Theoretical insights into the photophysics of an unnatural base Z: A MS‐CASPT2 investigation

Abstract

AbstractWe have employed the highly accurate multistate complete active space second‐order perturbation theory (MS‐CASPT2) method to investigate the photoinduced excited state relaxation properties of one unnatural base, namely Z. Upon excitation to the S2 state of Z, the internal conversion to the S1 state would be dominant. From the S1 state, two intersystem crossing paths leading to the T2 and T1 states and one internal conversion path to the S0 state are possible. However, considering the large barrier to access the S1/S0 conical intersection and the strong spin‐orbit coupling between S1 and T2 states (>40 cm−1), the intersystem crossing to the triplet manifolds is predicted to be more preferred. Arriving at the T2 state, the internal conversion to the T1 state and the intersystem crossing back to the S1 state are both possible considering the S1/T2/T1 three‐state intersection near the T2 minimum.
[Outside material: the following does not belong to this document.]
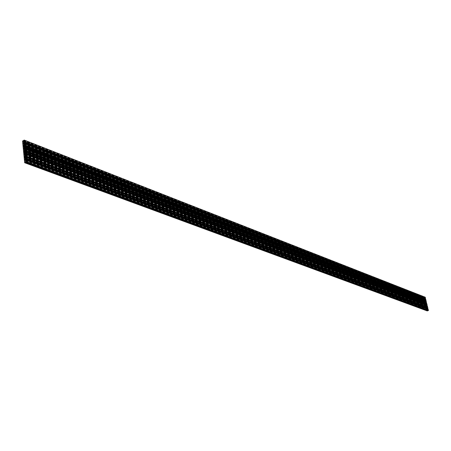 <?xml version="1.0" encoding="UTF-8"?>
<svg xmlns="http://www.w3.org/2000/svg" width="451" height="451" viewBox="0 0 451 451"><rect width="100%" height="100%" fill="white"/><g stroke="black" fill="none" stroke-linecap="round" stroke-linejoin="round"><path stroke-width="0.34" stroke-dasharray="2.25 1.69" d="M424.915 300.225L425.113 301.516L425.761 301.268L425.349 299.983L425.062 300.31L23.339 145.171L424.904 300.225M24.743 152.139L426.505 304.543L426.156 303.309L425.597 303.658L425.874 304.791L426.505 304.543M24.743 152.066L426.263 304.408M24.585 150.324L426.105 303.376M24.45 150.781L425.941 303.608M25.273 157.613L427.311 307.881L426.962 306.646L426.404 306.996L426.68 308.129L427.311 307.881M25.273 157.534L427.069 307.745M25.121 155.792L426.911 306.714M24.985 156.243L426.747 306.945M24.213 146.693L425.699 301.212M425.208 300.997L24.219 146.643L425.456 301.076M24.061 144.884L425.299 300.05M23.92 145.34L425.141 300.281M427.238 306.911L25.611 156.085M428.027 309.217L427.745 309.82L427.052 308.828M427.221 308.439L427.633 308.129L427.616 308.569M427.644 307.402L427.531 307.723L427.136 307.193M427.215 305.874L426.939 306.477L426.246 305.479M426.415 305.096L426.826 304.791L426.809 305.226M426.838 304.064L426.714 304.38L426.325 303.85M426.409 302.542L426.133 303.145L425.445 302.142M425.609 301.764L426.02 301.46L426.003 301.894L24.495 147.753M426.032 300.732L425.913 301.054L425.518 300.518M425.603 299.216L425.327 299.819L424.645 298.81M424.808 298.438L425.22 298.139L425.197 298.573M425.163 297.209L424.904 297.857L424.008 297.711L427.193 310.897M427.447 310.418L427.931 310.158L428.027 310.615M427.745 309.82L25.538 160.81L427.745 309.82M425.293 300.4L23.813 145.397L425.062 300.31M24.095 144.816L425.468 300.067L24.089 144.777M24.044 144.923L425.44 300.129M23.768 145.493L425.265 300.456M23.841 145.763L425.304 300.608M23.835 146.214L425.372 300.896M23.858 146.468L425.411 301.048M24.151 147.009L425.614 301.369M24.078 146.97L425.383 301.279M23.677 146.913L425.304 301.307M23.751 146.874L424.989 301.144M425.197 300.947L23.593 146.327M23.215 145.882L424.87 300.648M24.816 157.788L426.601 307.813M426.809 307.61L24.653 157.241M24.269 156.79L426.483 307.311M24.878 156.305L426.669 306.973M25.098 155.832L427.046 306.793M24.867 156.311L426.905 307.063M24.822 156.401L426.877 307.12M24.89 156.672L426.917 307.272L24.867 156.666M24.89 157.134L426.984 307.559M24.918 157.388L427.024 307.717M427.283 308.067L25.233 157.918M426.99 307.948L25.233 157.923L427.227 308.039M24.732 157.833L426.911 307.971M24.675 152.461L426.42 304.701M426.499 304.724L24.704 152.444L426.184 304.611M24.202 152.365L426.105 304.634M24.286 152.32L425.795 304.476M426.003 304.273L24.123 151.773M23.74 151.322L425.676 303.974M24.348 150.843L425.862 303.636M24.568 150.363L426.24 303.455M24.337 150.843L426.099 303.726M24.292 150.938L426.071 303.782M426.127 303.94L24.343 151.198L426.11 303.935M24.365 151.66L426.178 304.228M24.388 151.914L426.218 304.38M23.779 145.605L424.797 300.332M24.478 150.132L426.156 303.309L24.478 150.132M24.591 150.2L426.133 303.32M23.864 150.611L425.716 303.551L23.852 150.606M24.303 151.04L425.597 303.658M25.008 155.595L426.962 306.646L25.008 155.595M25.115 155.663L426.939 306.652M426.511 306.883L24.382 156.069L426.522 306.889M24.833 156.503L426.404 306.996M23.954 144.692L425.349 299.983L23.954 144.686M24.072 144.765L425.332 299.994M24.523 144.878L425.806 300.14M24.529 144.946L425.688 300.129M25.053 150.324L426.607 303.467M25.059 150.392L426.488 303.461M25.583 155.792L427.418 306.804M25.589 155.854L427.3 306.793M25.786 160.731L427.255 309.538M25.932 160.545L427.142 309.363M25.746 159.896L427.052 308.997M25.69 158.324L427.356 308.219M427.751 308.27L25.792 158.2L427.447 308.151M25.775 158.109L427.509 308.129M25.746 158.295L427.723 308.326M25.583 158.386L427.604 308.366M25.532 158.481L427.576 308.422M25.555 158.69L427.604 308.546M25.713 156.796L427.593 307.419M25.684 156.852L427.571 307.452M25.713 157.151L427.616 307.633M25.594 157.314L427.52 307.717L25.583 157.314M25.684 157.258L427.244 307.559M25.707 157.213L427.215 307.52M25.25 154.377L427.058 305.93M25.155 154.575L427.001 306.043M25.177 154.783L427.029 306.167M25.453 154.902L427.08 306.195M25.453 154.755L427.198 306.15M25.459 154.772L427.249 306.178M25.222 155.262L427.103 306.46M25.138 155.307L427.041 306.477M25.002 155.324L426.939 306.477L25.002 155.324M25.245 155.245L426.443 306.201M25.397 155.071L426.336 306.02M25.205 154.417L426.246 305.654M25.155 152.85L426.55 304.876M426.945 304.927L25.262 152.72L426.635 304.808M25.245 152.635L426.697 304.791M25.211 152.816L426.917 304.983M25.053 152.906L426.798 305.028M25.002 153.002L426.77 305.079M25.025 153.21L426.798 305.209M25.183 151.322L426.781 304.081M25.155 151.384L426.764 304.115M25.183 151.677L426.809 304.295M426.719 304.38L25.053 151.84L426.714 304.38M25.155 151.79L426.437 304.222M25.171 151.745L426.404 304.183M25.081 150.617L426.652 303.647M24.72 148.92L426.251 302.598M24.625 149.112L426.195 302.706M24.647 149.32L426.223 302.83M426.246 302.858L24.918 149.456L426.274 302.858M24.929 149.292L426.392 302.818M24.929 149.309L426.443 302.846M24.692 149.794L426.296 303.123M24.608 149.839L426.234 303.145M426.122 303.14L24.461 149.856L426.133 303.145M24.709 149.788L425.637 302.863M24.861 149.614L425.53 302.689M24.67 148.965L425.44 302.322M24.619 147.398L425.744 301.55M24.732 147.268L425.829 301.482M24.715 147.184L425.891 301.46M24.732 147.263L426.139 301.595M24.687 147.364L426.11 301.651M24.523 147.449L425.992 301.696M24.478 147.55L425.964 301.747M24.653 145.876L425.975 300.749M24.625 145.932L425.958 300.783M24.653 146.225L426.003 300.964M24.534 146.389L425.907 301.048L24.523 146.389M24.619 146.338L425.631 300.896M24.642 146.299L425.603 300.851M24.551 145.171L425.845 300.321M24.196 143.48L425.451 299.272M24.1 143.677L425.389 299.379M24.117 143.88L425.423 299.503M425.445 299.532L24.393 144.016L425.468 299.532M24.399 143.852L425.586 299.492M24.405 143.869L425.637 299.52M424.836 299.543L425.49 299.797M24.083 144.399L425.428 299.819M23.948 144.416L425.327 299.819M24.331 144.185L424.724 299.363M24.14 143.536L424.639 299.002M24.089 141.969L424.943 298.224M425.332 298.274L24.202 141.834L425.028 298.156M24.191 141.755L425.09 298.139M24.157 141.93L425.304 298.331M23.999 142.02L425.186 298.37M23.948 142.116L425.158 298.427M23.971 142.319L425.192 298.551M23.751 140.3L424.87 297.31M23.677 140.458L424.825 297.401M23.683 140.554L424.87 297.474M24.044 140.481L425.039 297.418M24.033 140.599L425.107 297.513M23.768 141.146L424.949 297.823M23.706 141.208L424.904 297.857M23.249 141.467L424.571 297.981M23.198 141.473L424.521 297.976L23.193 141.473M23.305 141.434L424.244 297.823M23.553 141.298L424.261 297.694M23.756 141.157L424.43 297.632M23.785 141.101L424.447 297.598M23.824 141.022L424.436 297.542M424.397 297.497L23.847 140.983L424.357 297.497M22.646 140.915L424.064 297.598M22.55 141.112L424.008 297.711M24.63 162.659L427.187 310.869M24.946 162.371L427.413 310.722M25.087 162.298L427.339 310.621M428.022 310.508L25.786 161.915L427.503 310.311M25.893 161.858L427.542 310.277M25.814 161.407L427.881 310.158M25.724 161.351L427.931 310.158M26.062 161.571L428.208 310.316M26.023 161.791L428.191 310.446M25.758 161.977L428.005 310.542M25.769 162.072L428.016 310.598M25.786 159.863L427.869 309.273M25.69 160.06L427.807 309.38M25.707 160.268L427.841 309.51M25.989 160.387L427.886 309.538M428.055 309.521L25.995 160.257L428.005 309.493M25.752 160.748L427.909 309.803M25.668 160.793L427.847 309.82M24.281 146.733L425.755 301.245M24.286 146.772L425.761 301.268M24.179 146.992L425.693 301.392M23.537 147.206L425.214 301.471M23.491 147.268L425.067 301.46M23.92 146.017L425.141 300.676M23.92 145.955L425.124 300.631L23.92 145.955M24.546 158.188L426.68 308.129M25.273 157.557L426.821 307.661M24.974 156.925L426.747 307.34M24.98 156.863L426.731 307.294L24.98 156.863M25.149 155.685L427.074 306.708M25.149 155.725L427.08 306.731M25.341 157.658L427.368 307.909M25.341 157.698L427.373 307.937M24.591 158.126L426.826 308.14M24.061 152.652L426.02 304.803M24.016 152.714L425.874 304.791M24.743 152.088L426.015 304.324M24.444 151.457L425.941 304.002M425.936 303.963L24.45 151.395L425.924 303.957M24.619 150.217L426.268 303.371M24.619 150.256L426.274 303.399M24.811 152.184L426.556 304.572M24.811 152.224L426.561 304.594M24.636 151.897L426.404 304.386M25.166 157.371L427.21 307.723M24.112 146.451L425.603 301.059M24.484 144.81L425.767 300.095M25.008 150.256L426.573 303.427M25.538 155.725L427.379 306.759M25.656 157.98L427.633 308.129M25.453 154.918L427.052 306.195M25.431 154.727L427.227 306.15M25.126 152.506L426.826 304.791M24.901 149.264L426.42 302.818M24.602 147.054L426.02 301.46M24.377 143.824L425.614 299.492M23.92 144.41L425.304 299.808M24.078 141.625L425.22 298.139M24.004 140.441L425.079 297.418M24.895 162.377L427.368 310.722M25.713 161.345L427.92 310.158M25.983 160.404L427.864 309.538M25.966 160.212L428.033 309.493M23.818 145.752L425.321 300.614M23.892 147.026L425.473 301.392M23.396 147.297L425.113 301.516M24.946 157.946L427.086 308.056M24.416 152.472L426.28 304.718M23.92 152.742L425.919 304.848M24.45 158.216L426.725 308.185"/><path stroke-width="0.68" d="M23.52 145.284L24.089 144.777L23.164 145.369L23.215 145.882L23.559 145.814L23.294 146.693L23.751 146.874M24.315 151.186L24.619 150.217L23.689 150.809L23.74 151.322L24.083 151.254L23.869 152.658L24.704 152.444L24.444 151.953L24.743 152.066M24.151 150.668L24.45 150.781M24.974 157.422L25.008 155.595L24.219 156.271L24.269 156.79L24.613 156.722L24.399 158.132L25.233 157.918L24.974 157.422L25.273 157.534M24.681 156.131L24.985 156.243M23.294 146.693L23.396 147.297L24.168 147.003L24.112 146.451L23.604 146.412M23.627 145.222L23.92 145.34M24.371 144.884L24.737 144.996L24.512 143.35L23.948 144.416L23.345 144.032L23.17 143.164L23.818 141.687L24.202 141.834L24.021 142.403L24.444 141.986L24.269 140.154L23.751 140.3L24.033 140.599L23.249 141.467L22.843 141.253L23.097 140.689L22.55 141.112L24.681 162.749L25.228 162.366L24.867 162.219L25.194 161.605L26.062 161.571L25.814 162.14L26.361 161.723L26.102 159.739L25.668 160.793L24.811 160.128L25.279 158.171L25.792 158.2L25.611 158.775L26.034 158.352L25.887 156.818L25.583 157.314L25.2 157.027L25.425 155.798L25.797 155.911L25.651 154.377L25.25 154.377L25.138 155.307L24.281 154.648L24.749 152.697L25.262 152.72L25.076 153.295L25.504 152.872L25.357 151.344L25.053 151.84L24.67 151.553L24.895 150.33L25.267 150.442L25.121 148.915L24.72 148.92L24.608 149.839L23.756 149.191L24.219 147.246L24.732 147.263L24.546 147.838L24.974 147.421L24.828 145.893L24.523 146.389L24.145 146.107L24.529 144.946M427.052 308.828L427.221 308.439M427.616 308.569L427.954 308.383L427.689 307.402L25.882 156.79M427.136 307.193L427.238 306.911M25.628 156.114L427.593 306.894L427.294 305.874L25.639 154.327M426.246 305.479L426.415 305.096M426.809 305.226L427.142 305.039L426.877 304.064L25.352 151.316M426.657 303.653L426.488 302.542L25.109 148.864M425.445 302.142L425.609 301.764M426.003 301.894L426.336 301.708L426.071 300.732L24.822 145.87M24.083 145.521L425.626 300.248M425.879 300.338L24.585 145.194L425.981 300.225L425.682 299.216L24.579 143.429M424.645 298.81L424.808 298.438M425.197 298.573L425.53 298.382L425.214 297.209L24.264 140.126M427.193 310.897L427.593 310.66L25.217 162.259M428.027 310.615L428.45 310.429L428.1 309.217L26.169 159.812M23.92 146.502L23.813 145.397M23.785 146.857L24.151 147.009M24.348 157.613L24.816 157.788M24.574 156.193L24.878 156.305M25.138 157.895L24.839 157.777M24.309 152.303L24.698 152.449M23.818 152.139L24.286 152.32M24.044 150.724L24.348 150.843M24.444 151.953L24.343 151.198M23.164 145.369L23.779 145.605M23.689 150.809L24.303 151.04M24.219 156.271L24.833 156.503M24.929 160.409L25.786 160.731M24.811 160.128L25.932 160.545M24.754 159.53L25.746 159.896M24.805 159.152L427.069 308.772M25.279 158.171L25.69 158.324M25.403 158.047L25.792 158.194M25.487 158.002L25.775 158.109M25.679 158.763L427.706 308.602M25.893 158.651L427.864 308.546M26.034 158.352L427.954 308.383M25.887 156.818L427.723 307.447M25.233 157.089L25.684 157.258M25.2 157.027L25.707 157.213M25.143 156.435L427.125 307.159M25.16 156.345L427.131 307.108M25.645 156.108L427.492 307.001M25.724 156.069L427.542 306.984M25.797 155.911L427.593 306.894M25.651 154.377L427.368 305.958M24.399 154.93L25.245 155.245M24.281 154.648L25.397 155.071M24.224 154.05L25.205 154.417M24.275 153.678L426.263 305.434M24.749 152.697L25.155 152.85M24.873 152.573L25.262 152.72M24.957 152.523L25.245 152.635M25.143 153.284L426.9 305.259M25.363 153.165L427.058 305.209M25.504 152.872L427.142 305.039M25.357 151.344L426.917 304.104M24.704 151.615L25.155 151.79M24.67 151.553L25.171 151.745M24.613 150.967L426.319 303.822M24.63 150.876L426.325 303.771M25.115 150.64L426.68 303.664L25.098 150.645M25.194 150.6L426.736 303.647M25.267 150.442L426.781 303.557M25.121 148.915L426.556 302.621M23.869 149.467L24.709 149.788M23.756 149.191L24.861 149.614M23.7 148.593L24.67 148.965M23.751 148.221L425.456 302.102M24.219 147.246L24.619 147.398M24.343 147.116L24.732 147.268M24.427 147.071L24.715 147.184M24.613 147.832L426.094 301.928M24.833 147.708L426.251 301.877M24.974 147.421L426.336 301.708M24.828 145.893L426.11 300.778M24.174 146.169L24.619 146.338M24.145 146.107L24.642 146.299M24.106 145.431L425.524 300.445M24.664 145.154L425.93 300.315M24.737 144.996L425.981 300.225M24.591 143.474L425.755 299.295M23.345 144.032L24.168 144.354M23.232 143.756L24.331 144.185M23.17 143.164L24.14 143.536M23.227 142.792L424.65 298.782M23.694 141.817L24.089 141.969M23.818 141.687L24.207 141.839M23.903 141.642L24.191 141.755M24.089 142.398L425.287 298.607M24.303 142.279L425.445 298.551M24.444 141.986L425.53 298.382M24.269 140.154L425.259 297.265M22.843 141.253L23.305 141.434M22.888 141.039L23.553 141.298M23.119 140.909L23.756 141.157M23.148 140.853L23.785 141.101M23.136 140.757L23.824 141.022M23.131 140.729L23.835 141.005L23.097 140.689M24.749 162.738L427.283 310.925M25.149 162.523L427.576 310.824M25.228 162.366L427.621 310.739M25.217 162.27L427.61 310.677M25.132 161.667L25.797 161.915M25.194 161.605L25.893 161.858M25.865 162.135L428.095 310.643M26.265 161.92L428.388 310.542M26.361 161.723L428.45 310.429M26.181 159.868L428.174 309.301M23.565 145.882L23.92 146.017M24.658 157.326L25.273 157.557M24.619 156.79L24.974 156.925M24.128 151.857L24.743 152.088M24.089 151.322L24.444 151.457M25.611 158.775L427.655 308.602M25.842 156.751L427.689 307.402M25.572 154.248L427.294 305.874M25.076 153.295L426.843 305.259M25.312 151.277L426.877 304.064M25.042 148.791L426.488 302.542M24.546 147.838L426.037 301.928M24.782 145.825L426.071 300.732M24.512 143.35L425.682 299.216M24.021 142.403L425.237 298.607M24.219 140.075L425.214 297.209M24.681 162.749L427.232 310.925M25.2 162.242L427.593 310.66M25.814 162.14L428.055 310.643M26.102 159.739L428.1 309.217"/></g></svg>

Upon arrival at the T1 state, the deactivation to S0 can be efficient after overcoming a small barrier to access T1/S0 crossing point, where the spin‐orbit coupling (SOC) is as large as 39.7 cm−1. Our present work not only provides in‐depth insights into the photoinduced process of unnatural base Z, but can also help the future design of novel unnatural bases with better photostability.